EXERCISE BRIEF:
Which lines below hold the word "canceled"? Copy all of them.

EXCERPTED DATA:
# # #

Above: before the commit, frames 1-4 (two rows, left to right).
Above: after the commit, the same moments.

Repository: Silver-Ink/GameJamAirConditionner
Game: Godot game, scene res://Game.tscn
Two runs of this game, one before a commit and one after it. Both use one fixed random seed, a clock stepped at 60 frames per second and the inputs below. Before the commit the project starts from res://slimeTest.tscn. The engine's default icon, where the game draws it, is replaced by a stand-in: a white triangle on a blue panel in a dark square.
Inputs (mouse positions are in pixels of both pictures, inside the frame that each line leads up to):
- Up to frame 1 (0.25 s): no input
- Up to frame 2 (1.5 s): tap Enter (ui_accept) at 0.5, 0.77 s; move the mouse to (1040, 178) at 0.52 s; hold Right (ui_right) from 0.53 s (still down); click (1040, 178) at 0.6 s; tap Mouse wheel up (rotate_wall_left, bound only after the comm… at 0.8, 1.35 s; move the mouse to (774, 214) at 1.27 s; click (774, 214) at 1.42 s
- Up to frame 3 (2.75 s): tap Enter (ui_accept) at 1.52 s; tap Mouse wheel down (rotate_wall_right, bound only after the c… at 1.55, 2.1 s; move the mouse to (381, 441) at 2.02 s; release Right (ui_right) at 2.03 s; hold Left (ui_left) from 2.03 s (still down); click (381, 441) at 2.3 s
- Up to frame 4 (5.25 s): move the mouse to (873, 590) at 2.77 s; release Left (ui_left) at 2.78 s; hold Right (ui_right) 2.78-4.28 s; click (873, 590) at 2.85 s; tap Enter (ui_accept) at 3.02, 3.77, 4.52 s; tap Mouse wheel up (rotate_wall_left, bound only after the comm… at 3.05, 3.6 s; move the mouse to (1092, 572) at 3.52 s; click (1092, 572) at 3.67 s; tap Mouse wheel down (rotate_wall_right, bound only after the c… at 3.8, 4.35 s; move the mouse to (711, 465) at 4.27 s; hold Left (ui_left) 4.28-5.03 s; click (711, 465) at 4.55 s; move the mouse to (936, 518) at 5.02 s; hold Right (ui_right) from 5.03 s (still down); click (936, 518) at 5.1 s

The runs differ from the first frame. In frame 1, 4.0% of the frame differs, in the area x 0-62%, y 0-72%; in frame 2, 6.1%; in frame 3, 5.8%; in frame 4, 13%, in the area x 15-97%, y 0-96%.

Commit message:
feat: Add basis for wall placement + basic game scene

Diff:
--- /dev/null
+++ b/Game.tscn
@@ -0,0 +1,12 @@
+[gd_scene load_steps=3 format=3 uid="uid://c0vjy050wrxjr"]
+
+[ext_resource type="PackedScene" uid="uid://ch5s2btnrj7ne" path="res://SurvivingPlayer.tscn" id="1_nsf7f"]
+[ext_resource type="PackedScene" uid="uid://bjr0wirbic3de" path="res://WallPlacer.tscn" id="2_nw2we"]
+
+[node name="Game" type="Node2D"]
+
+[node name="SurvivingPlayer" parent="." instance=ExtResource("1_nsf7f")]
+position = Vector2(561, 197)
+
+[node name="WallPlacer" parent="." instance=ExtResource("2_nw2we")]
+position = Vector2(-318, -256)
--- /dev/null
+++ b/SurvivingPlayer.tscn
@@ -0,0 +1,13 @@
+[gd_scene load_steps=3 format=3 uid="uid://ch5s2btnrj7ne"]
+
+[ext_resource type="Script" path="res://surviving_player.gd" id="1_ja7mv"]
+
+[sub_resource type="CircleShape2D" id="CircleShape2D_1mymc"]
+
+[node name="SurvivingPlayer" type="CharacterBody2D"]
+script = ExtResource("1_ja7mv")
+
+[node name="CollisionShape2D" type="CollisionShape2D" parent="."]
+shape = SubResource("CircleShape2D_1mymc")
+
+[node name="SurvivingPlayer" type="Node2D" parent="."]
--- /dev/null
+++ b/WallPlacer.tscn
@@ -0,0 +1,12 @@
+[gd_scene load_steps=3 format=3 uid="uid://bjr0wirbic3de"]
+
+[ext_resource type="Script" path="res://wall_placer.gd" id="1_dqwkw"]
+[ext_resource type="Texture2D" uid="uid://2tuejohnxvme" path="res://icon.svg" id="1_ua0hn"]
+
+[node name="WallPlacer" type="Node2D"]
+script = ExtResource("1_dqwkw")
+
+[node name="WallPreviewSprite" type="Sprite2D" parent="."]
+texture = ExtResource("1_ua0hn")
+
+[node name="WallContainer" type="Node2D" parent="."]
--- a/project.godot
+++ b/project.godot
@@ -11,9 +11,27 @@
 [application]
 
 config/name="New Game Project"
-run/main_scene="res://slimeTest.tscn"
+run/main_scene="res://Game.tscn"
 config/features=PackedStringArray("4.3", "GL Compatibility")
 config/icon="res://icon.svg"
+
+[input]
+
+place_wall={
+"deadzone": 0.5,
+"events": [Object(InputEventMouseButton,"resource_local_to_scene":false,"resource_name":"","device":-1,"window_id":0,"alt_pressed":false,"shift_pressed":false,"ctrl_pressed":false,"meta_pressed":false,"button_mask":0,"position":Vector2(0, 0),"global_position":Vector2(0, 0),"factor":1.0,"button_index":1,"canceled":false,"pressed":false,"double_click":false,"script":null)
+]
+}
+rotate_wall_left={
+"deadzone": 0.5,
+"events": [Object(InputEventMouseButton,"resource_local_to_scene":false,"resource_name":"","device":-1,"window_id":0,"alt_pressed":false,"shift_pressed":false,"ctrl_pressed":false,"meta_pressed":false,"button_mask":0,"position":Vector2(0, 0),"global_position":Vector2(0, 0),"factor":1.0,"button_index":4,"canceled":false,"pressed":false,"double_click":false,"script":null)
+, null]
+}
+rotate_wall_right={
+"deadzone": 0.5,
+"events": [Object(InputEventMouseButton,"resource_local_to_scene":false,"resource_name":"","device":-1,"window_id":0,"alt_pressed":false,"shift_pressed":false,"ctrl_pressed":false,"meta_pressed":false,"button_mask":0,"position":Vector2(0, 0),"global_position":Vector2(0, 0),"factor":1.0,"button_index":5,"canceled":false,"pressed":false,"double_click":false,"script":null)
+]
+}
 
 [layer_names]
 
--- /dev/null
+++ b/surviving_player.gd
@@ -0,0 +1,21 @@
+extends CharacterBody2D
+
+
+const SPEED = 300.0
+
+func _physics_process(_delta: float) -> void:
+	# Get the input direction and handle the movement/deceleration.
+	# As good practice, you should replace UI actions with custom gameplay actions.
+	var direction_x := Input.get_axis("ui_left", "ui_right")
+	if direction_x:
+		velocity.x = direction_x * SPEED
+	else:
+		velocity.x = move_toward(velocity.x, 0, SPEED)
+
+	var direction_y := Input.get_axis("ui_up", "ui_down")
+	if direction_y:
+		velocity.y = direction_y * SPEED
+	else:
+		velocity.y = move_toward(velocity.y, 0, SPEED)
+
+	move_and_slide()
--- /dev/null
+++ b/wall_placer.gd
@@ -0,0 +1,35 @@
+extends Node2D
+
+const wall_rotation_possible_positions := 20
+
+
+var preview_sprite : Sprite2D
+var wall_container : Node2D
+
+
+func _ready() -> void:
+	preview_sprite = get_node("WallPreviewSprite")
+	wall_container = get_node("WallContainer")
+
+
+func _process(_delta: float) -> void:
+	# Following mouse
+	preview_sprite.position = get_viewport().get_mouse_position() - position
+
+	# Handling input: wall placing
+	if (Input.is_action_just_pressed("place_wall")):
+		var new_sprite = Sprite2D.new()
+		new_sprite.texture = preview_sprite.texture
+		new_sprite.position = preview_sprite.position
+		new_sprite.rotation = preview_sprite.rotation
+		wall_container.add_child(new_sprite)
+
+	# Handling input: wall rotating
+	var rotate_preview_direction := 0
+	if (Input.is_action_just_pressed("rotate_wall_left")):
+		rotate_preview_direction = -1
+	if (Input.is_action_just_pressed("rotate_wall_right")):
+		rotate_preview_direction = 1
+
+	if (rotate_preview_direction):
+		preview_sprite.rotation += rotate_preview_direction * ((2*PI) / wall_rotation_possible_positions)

# # #

RESULT OF THIS EXERCISE:
+"events": [Object(InputEventMouseButton,"resource_local_to_scene":false,"resource_name":"","device":-1,"window_id":0,"alt_pressed":false,"shift_pressed":false,"ctrl_pressed":false,"meta_pressed":false,"button_mask":0,"position":Vector2(0, 0),"global_position":Vector2(0, 0),"factor":1.0,"button_index":1,"canceled":false,"pressed":false,"double_click":false,"script":null)
+"events": [Object(InputEventMouseButton,"resource_local_to_scene":false,"resource_name":"","device":-1,"window_id":0,"alt_pressed":false,"shift_pressed":false,"ctrl_pressed":false,"meta_pressed":false,"button_mask":0,"position":Vector2(0, 0),"global_position":Vector2(0, 0),"factor":1.0,"button_index":4,"canceled":false,"pressed":false,"double_click":false,"script":null)
+"events": [Object(InputEventMouseButton,"resource_local_to_scene":false,"resource_name":"","device":-1,"window_id":0,"alt_pressed":false,"shift_pressed":false,"ctrl_pressed":false,"meta_pressed":false,"button_mask":0,"position":Vector2(0, 0),"global_position":Vector2(0, 0),"factor":1.0,"button_index":5,"canceled":false,"pressed":false,"double_click":false,"script":null)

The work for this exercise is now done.